> Task objective
What lines below include the string "commit"? Pick them out and copy them.

> Supplied entries
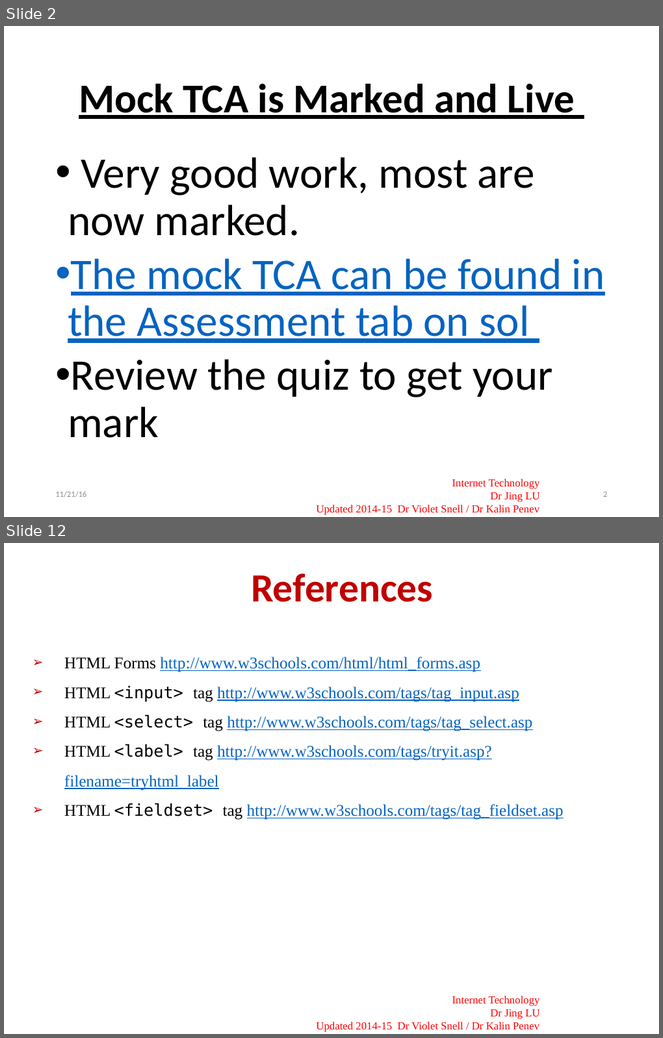
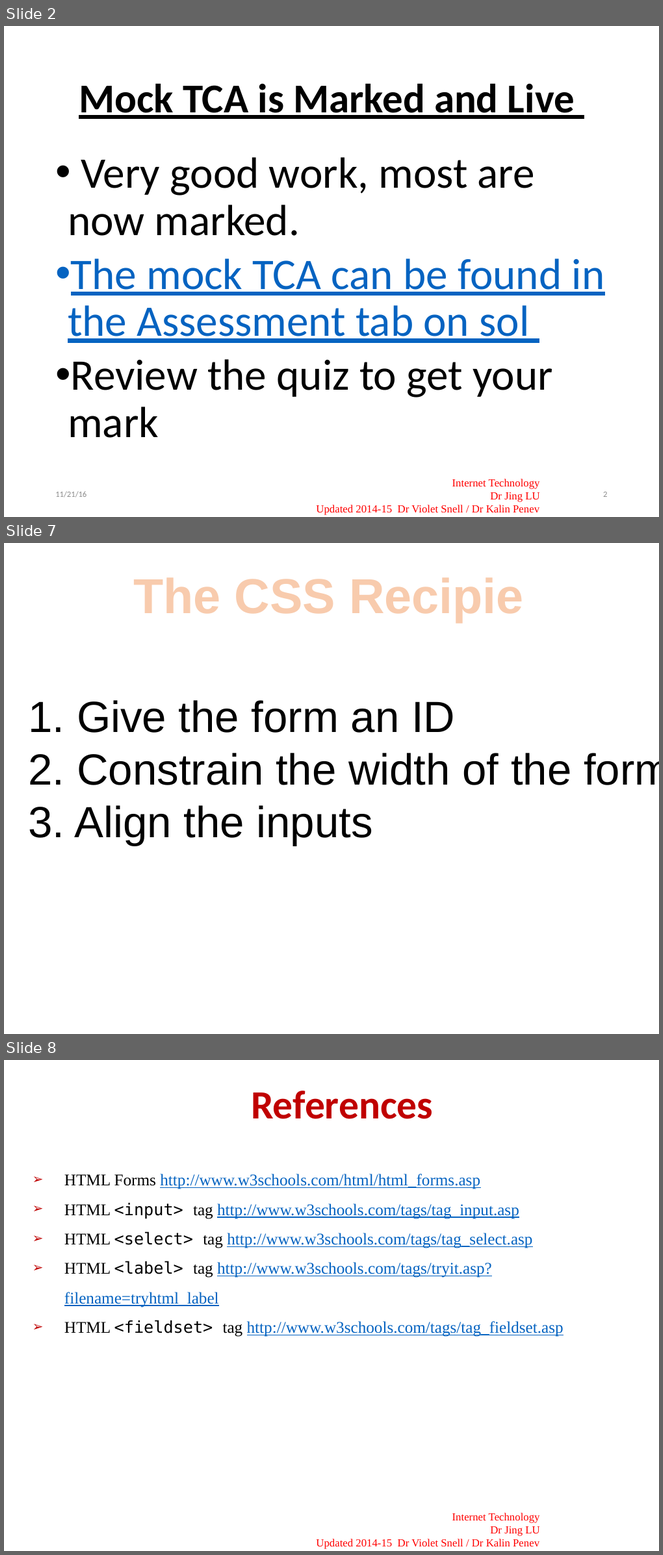
Before and after one commit to joeappleton18/cda400, a slide deck: sessions/week9/slides.pptx. Shown one above the other, each under a label of ours: slides 2 and 12 before the commit, slides 2, 7 and 8 after it; the slides between them are not shown. The pictures are 663x1038 and 663x1555 pixels, drawn with LibreOffice and Linux fonts; fonts in the diff are those of the drawing; background and template pictures are left out. Boxes give left, top, right and bottom in pixels: in the first picture for what was removed or moved away, otherwise in the second. Text is boxed around its words. In the diff, an @@ line names an element or a change of style, - is before the commit and + after.

```diff
--- a/sessions/week9/slides.pptx
+++ b/sessions/week9/slides.pptx
@@ slide 7 added at (4, 543, 659, 1034), background #FFFFFF @@
@@ text added at (134, 577, 524, 622), 54 pt, text #F8CBAD, bold @@
+The CSS Recipie
@@ text added at (75, 700, 659, 845), 48 pt, text #000000 @@
+1. Give the form an ID
+2. Constrain the width of the form
+3. Align the inputs
@@ what was slide 12 is now slide 8 @@
```
Also in this commit, not shown: 1 slide changed, 3 other slides added, 8 slides removed, 1 other file.

> Your solution
Before and after one commit to joeappleton18/cda400, a slide deck: sessions/week9/slides.pptx. Shown one above the other, each under a label of ours: slides 2 and 12 before the commit, slides 2, 7 and 8 after it; the slides between them are not shown. The pictures are 663x1038 and 663x1555 pixels, drawn with LibreOffice and Linux fonts; fonts in the diff are those of the drawing; background and template pictures are left out. Boxes give left, top, right and bottom in pixels: in the first picture for what was removed or moved away, otherwise in the second. Text is boxed around its words. In the diff, an @@ line names an element or a change of style, - is before the commit and + after.
Also in this commit, not shown: 1 slide changed, 3 other slides added, 8 slides removed, 1 other file.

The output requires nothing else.